The Rooster Who Was Asked to Fly
Posted on: 2026-06-01
At the edge of a wide and quiet farm lived a farmer who prided himself on doing things better than the past.
For years, a simple routine had served him well.
Each morning, a rooster stood upon the fence and crowed. The farm awoke. The day began.
It was not complicated.
But one day, the farmer watched a flock of birds crossing the sky and thought: "Why should my rooster only stand on a fence? A truly exceptional rooster should be able to fly." The idea pleased him. "It will prove I have the best," he said.

And so, he set out to find a rooster that could fly.
The first rooster arrived, strong and confident. "Crow," said the farmer. The rooster crowed, loud and clear. "Good," said the farmer. "Now, fly." The rooster flapped, rose slightly, then settled back to the ground. "Not enough," said the farmer. The rooster left, puzzled.
Another came. Then another. Each one crowed perfectly. Each one failed to fly as the farmer desired.
The farmer grew more determined. "This is not simple work," he declared. "Excellence must be rare." Days turned into weeks. Weeks into months.
The farmer designed ways to test them. He built higher perches. He asked them to leap farther. He made them repeat attempts again and again.
Some roosters trained late into the night, flapping their wings in the dust. Some returned day after day, trying to improve. Some left early, knowing it was not meant for them. All carried the weight of failing at something no rooster had ever needed to do.
Still, the farmer continued. "This will make the difference," he said. "This is what separates the ordinary from the exceptional." At last, after a long season, a rooster arrived who could do something unusual. With great effort, he flapped, leapt, and managed, just barely, to glide from one high post to another.
The farmer’s eyes lit up. "At last," he said. "This is the one." The rooster was chosen. The others, who had spent weeks trying, returned quietly to their fields. Some wondered if they had been lacking. Some wondered if they had wasted their time. Most simply went back to doing what they had always done well.
The chosen rooster stood proudly, though slightly confused. He had trained hard to achieve something rare. He had succeeded where many had not. He waited to see how this special skill would be used.
The next morning, before dawn, the farmer led him to the fence. "Stand here," said the farmer. The rooster climbed up. "Now," said the farmer, "crow." The rooster paused. He looked at the open sky. He looked at the distance between the posts. He thought of the long days spent learning to fly. Then he crowed. The sound rang across the farm.

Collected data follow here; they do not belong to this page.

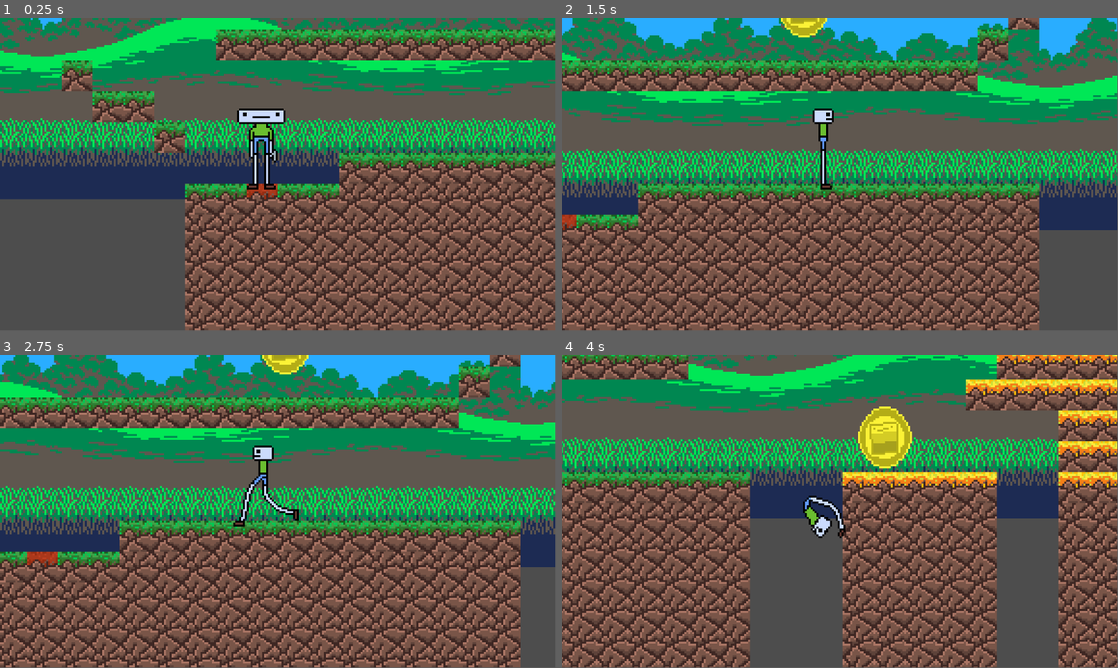
Above: before the commit, frames 1-4 (two rows, left to right).
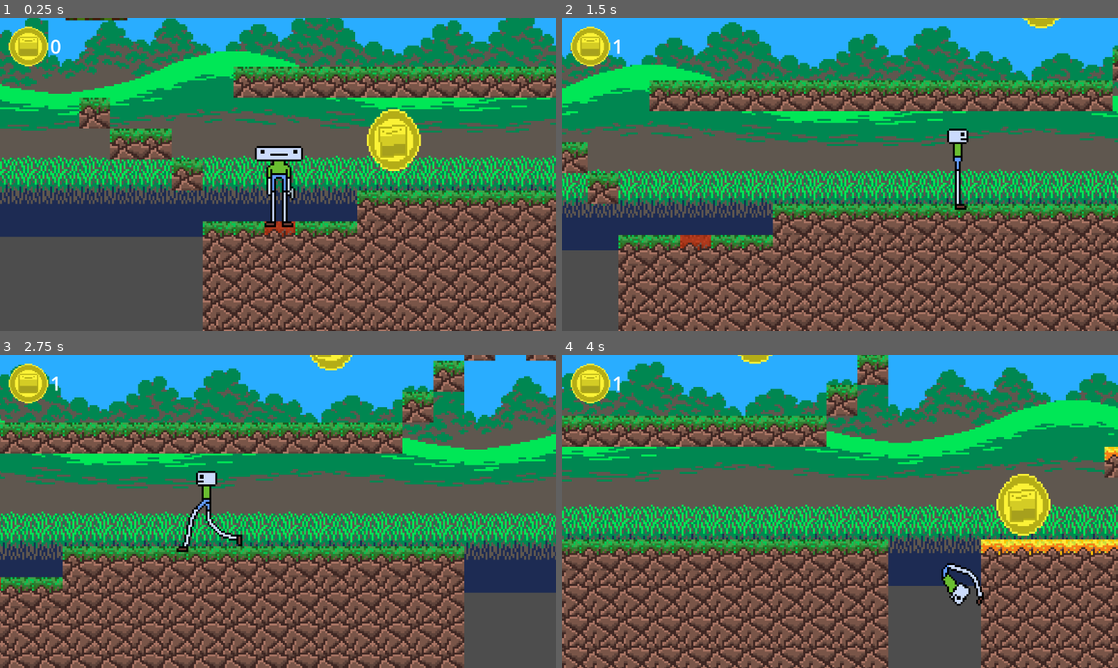
Above: after the commit, the same moments.

Repository: Foxbox133/NoodleLeg2
Game: Godot game, scene res://scenes/noodle_leg_2.tscn
The game is run twice, just before and just after one commit, with the same random seed, the same clock (stepped at 60 frames per second) and the same inputs.
Inputs:
- Up to frame 1 (0.25 s): no input
- Up to frame 2 (1.5 s): hold C (crouch) 0.53-1.28 s; hold Right (move_right) from 0.53 s (still down); tap Space (jump) at 0.77 s; tap C (crouch) at 1.35 s
- Up to frame 3 (2.75 s): tap Space (jump) at 1.52 s; release Right (move_right) at 2.03 s; hold Left (move_left) from 2.03 s (still down); hold C (crouch) from 2.03 s (still down)
- Up to frame 4 (4 s): release Left (move_left) at 2.78 s; release C (crouch) at 2.78 s; hold Right (move_right) from 2.78 s (still down); tap C (crouch) at 2.85 s; tap Space (jump) at 3.02, 3.77 s; hold C (crouch) from 3.53 s (still down)
The window is 799x449 before the commit and 800x450 after it. Grey fills any space a smaller window leaves; there, only what the larger window draws over its background counts as a difference.

The runs differ from the first frame. In frame 1, 77% of the frame differs, in the area x 0-100%, y 0-100%; in frame 2, 72%; in frame 3, 77%; in frame 4, 83%.

Commit message:
Yeah, i kinda just did that

Diff:
--- a/project.godot
+++ b/project.godot
@@ -14,6 +14,11 @@
 run/main_scene="res://scenes/noodle_leg_2.tscn"
 config/features=PackedStringArray("4.2", "Forward Plus")
 config/icon="res://icon.svg"
+
+[display]
+
+window/stretch/mode="viewport"
+window/stretch/aspect="expand"
 
 [input]
 
--- /dev/null
+++ b/scenes/Interface.gd
@@ -0,0 +1,16 @@
+extends Control
+
+@onready var score_label = $HBoxContainer/scoreLabel
+
+
+func displayPoints(points):
+	if (!points):
+		points = 0
+	if (!score_label):
+		return
+	score_label.text= str(points)
+
+
+
+func _on_game_manager_update_points_score(points):
+	displayPoints(points)
--- /dev/null
+++ b/scenes/interface.tscn
@@ -0,0 +1,33 @@
+[gd_scene load_steps=3 format=3 uid="uid://cbj0mj58x6omb"]
+
+[ext_resource type="Script" path="res://scenes/Interface.gd" id="1_letj2"]
+[ext_resource type="Texture2D" uid="uid://bybutg5swq3ox" path="res://funnyimg4game/coinFella.png" id="2_7lqu5"]
+
+[node name="Interface" type="Control"]
+layout_mode = 3
+anchors_preset = 15
+anchor_right = 1.0
+anchor_bottom = 1.0
+grow_horizontal = 2
+grow_vertical = 2
+size_flags_horizontal = 4
+size_flags_vertical = 4
+script = ExtResource("1_letj2")
+
+[node name="HBoxContainer" type="HBoxContainer" parent="."]
+layout_mode = 0
+offset_left = 18.0
+offset_top = 18.0
+offset_right = 167.0
+offset_bottom = 100.0
+
+[node name="TextureRect" type="TextureRect" parent="HBoxContainer"]
+layout_mode = 2
+texture = ExtResource("2_7lqu5")
+expand_mode = 3
+stretch_mode = 4
+
+[node name="scoreLabel" type="Label" parent="HBoxContainer"]
+layout_mode = 2
+theme_override_font_sizes/font_size = 40
+text = "0"
--- a/scenes/noodle_leg_2.tscn
+++ b/scenes/noodle_leg_2.tscn
@@ -9,6 +9,7 @@
 [ext_resource type="Texture2D" uid="uid://syq80rl0hsls" path="res://funnyimg4game/blueSky.png" id="6_fbmyt"]
 [ext_resource type="PackedScene" uid="uid://buisa1a6qmxkm" path="res://scenes/coin.tscn" id="7_qpyfs"]
 [ext_resource type="PackedScene" uid="uid://c2t0six31kkhl" path="res://scenes/rp_snail.tscn" id="9_6g6e4"]
+[ext_resource type="PackedScene" uid="uid://cbj0mj58x6omb" path="res://scenes/interface.tscn" id="9_f4vta"]
 
 [sub_resource type="TileSetAtlasSource" id="TileSetAtlasSource_bc6jt"]
 texture = ExtResource("2_et80k")
@@ -997,16 +998,22 @@
 [node name="Noodle Leg 2" type="Node2D"]
 position = Vector2(8, 80)
 
+[node name="CanvasLayer" type="CanvasLayer" parent="."]
+
+[node name="Interface" parent="CanvasLayer" instance=ExtResource("9_f4vta")]
+
 [node name="GameManager" type="Node" parent="."]
 unique_name_in_owner = true
 script = ExtResource("1_5hp3r")
 
-[node name="scoreLabel" type="Label" parent="GameManager"]
-offset_left = 1369.0
-offset_top = -36.0
-offset_right = 1499.0
-offset_bottom = -13.0
-text = "You have X coins"
+[node name="Noodle" parent="." instance=ExtResource("1_gei24")]
+top_level = true
+position = Vector2(13, 66)
+
+[node name="Camera2D" type="Camera2D" parent="Noodle"]
+zoom = Vector2(4, 4)
+position_smoothing_enabled = true
+position_smoothing_speed = 2.0
 
 [node name="TileMap" type="TileMap" parent="."]
 position = Vector2(14, -3)
@@ -1083,7 +1090,7 @@
 [node name="Coins" type="Node" parent="."]
 
 [node name="Coin" parent="Coins" instance=ExtResource("7_qpyfs")]
-position = Vector2(140, -15)
+position = Vector2(73, 51)
 
 [node name="Coin2" parent="Coins" instance=ExtResource("7_qpyfs")]
 position = Vector2(193, -30)
@@ -1103,18 +1110,10 @@
 [node name="Coin7" parent="Coins" instance=ExtResource("7_qpyfs")]
 position = Vector2(935, -40)
 
-[node name="Noodle" parent="." instance=ExtResource("1_gei24")]
-top_level = true
-position = Vector2(13, 66)
-
-[node name="Camera2D" type="Camera2D" parent="Noodle"]
-position = Vector2(9, 13)
-zoom = Vector2(4, 4)
-limit_bottom = 200
-limit_smoothed = true
-
 [node name="RPSnail" parent="." instance=ExtResource("9_6g6e4")]
 position = Vector2(66, -162)
 
 [node name="Platform3" parent="." instance=ExtResource("3_jool0")]
 position = Vector2(-48, -129)
+
+[connection signal="updatePointsScore" from="GameManager" to="CanvasLayer/Interface" method="_on_game_manager_update_points_score"]
--- a/scripts/game_manager.gd
+++ b/scripts/game_manager.gd
@@ -1,9 +1,16 @@
 extends Node
 
-var score = 0
+var points = 0
 
-@onready var score_label = $scoreLabel
+
 
 func add_point():
-	score +=1
-	score_label.text= "You have " + str(score) + " coins!"
+	points +=1
+	var interface = get_node("Interface")
+	print(interface)
+	if (interface != null):
+		interface.displayPoints(points)
+	emit_signal("updatePointsScore", points)
+
+
+signal updatePointsScore(points)
Not shown: 1 places in scenes/noodle_leg_2.tscn that only renumber resources

Doors opened. Animals stirred. The day began. Just as it always had. The farmer nodded, satisfied. "Yes," he said. "This is clearly a superior rooster."
The rooster remained on the fence, uncertain. He could fly, in his own limited way. He had proven it. He had been chosen for it. Yet nothing required it.
And as the days passed, he did exactly what every rooster before him had done. He stood. He crowed. He woke the farm. Below him, the dust still held faint marks from where many others had tried, and failed, to become something they never needed to be.

Moral: When we chase what seems impressive instead of what is useful, we risk building long roads to nowhere. Effort, for both sides, can be spent proving the wrong thing while the real work remains simple and unchanged.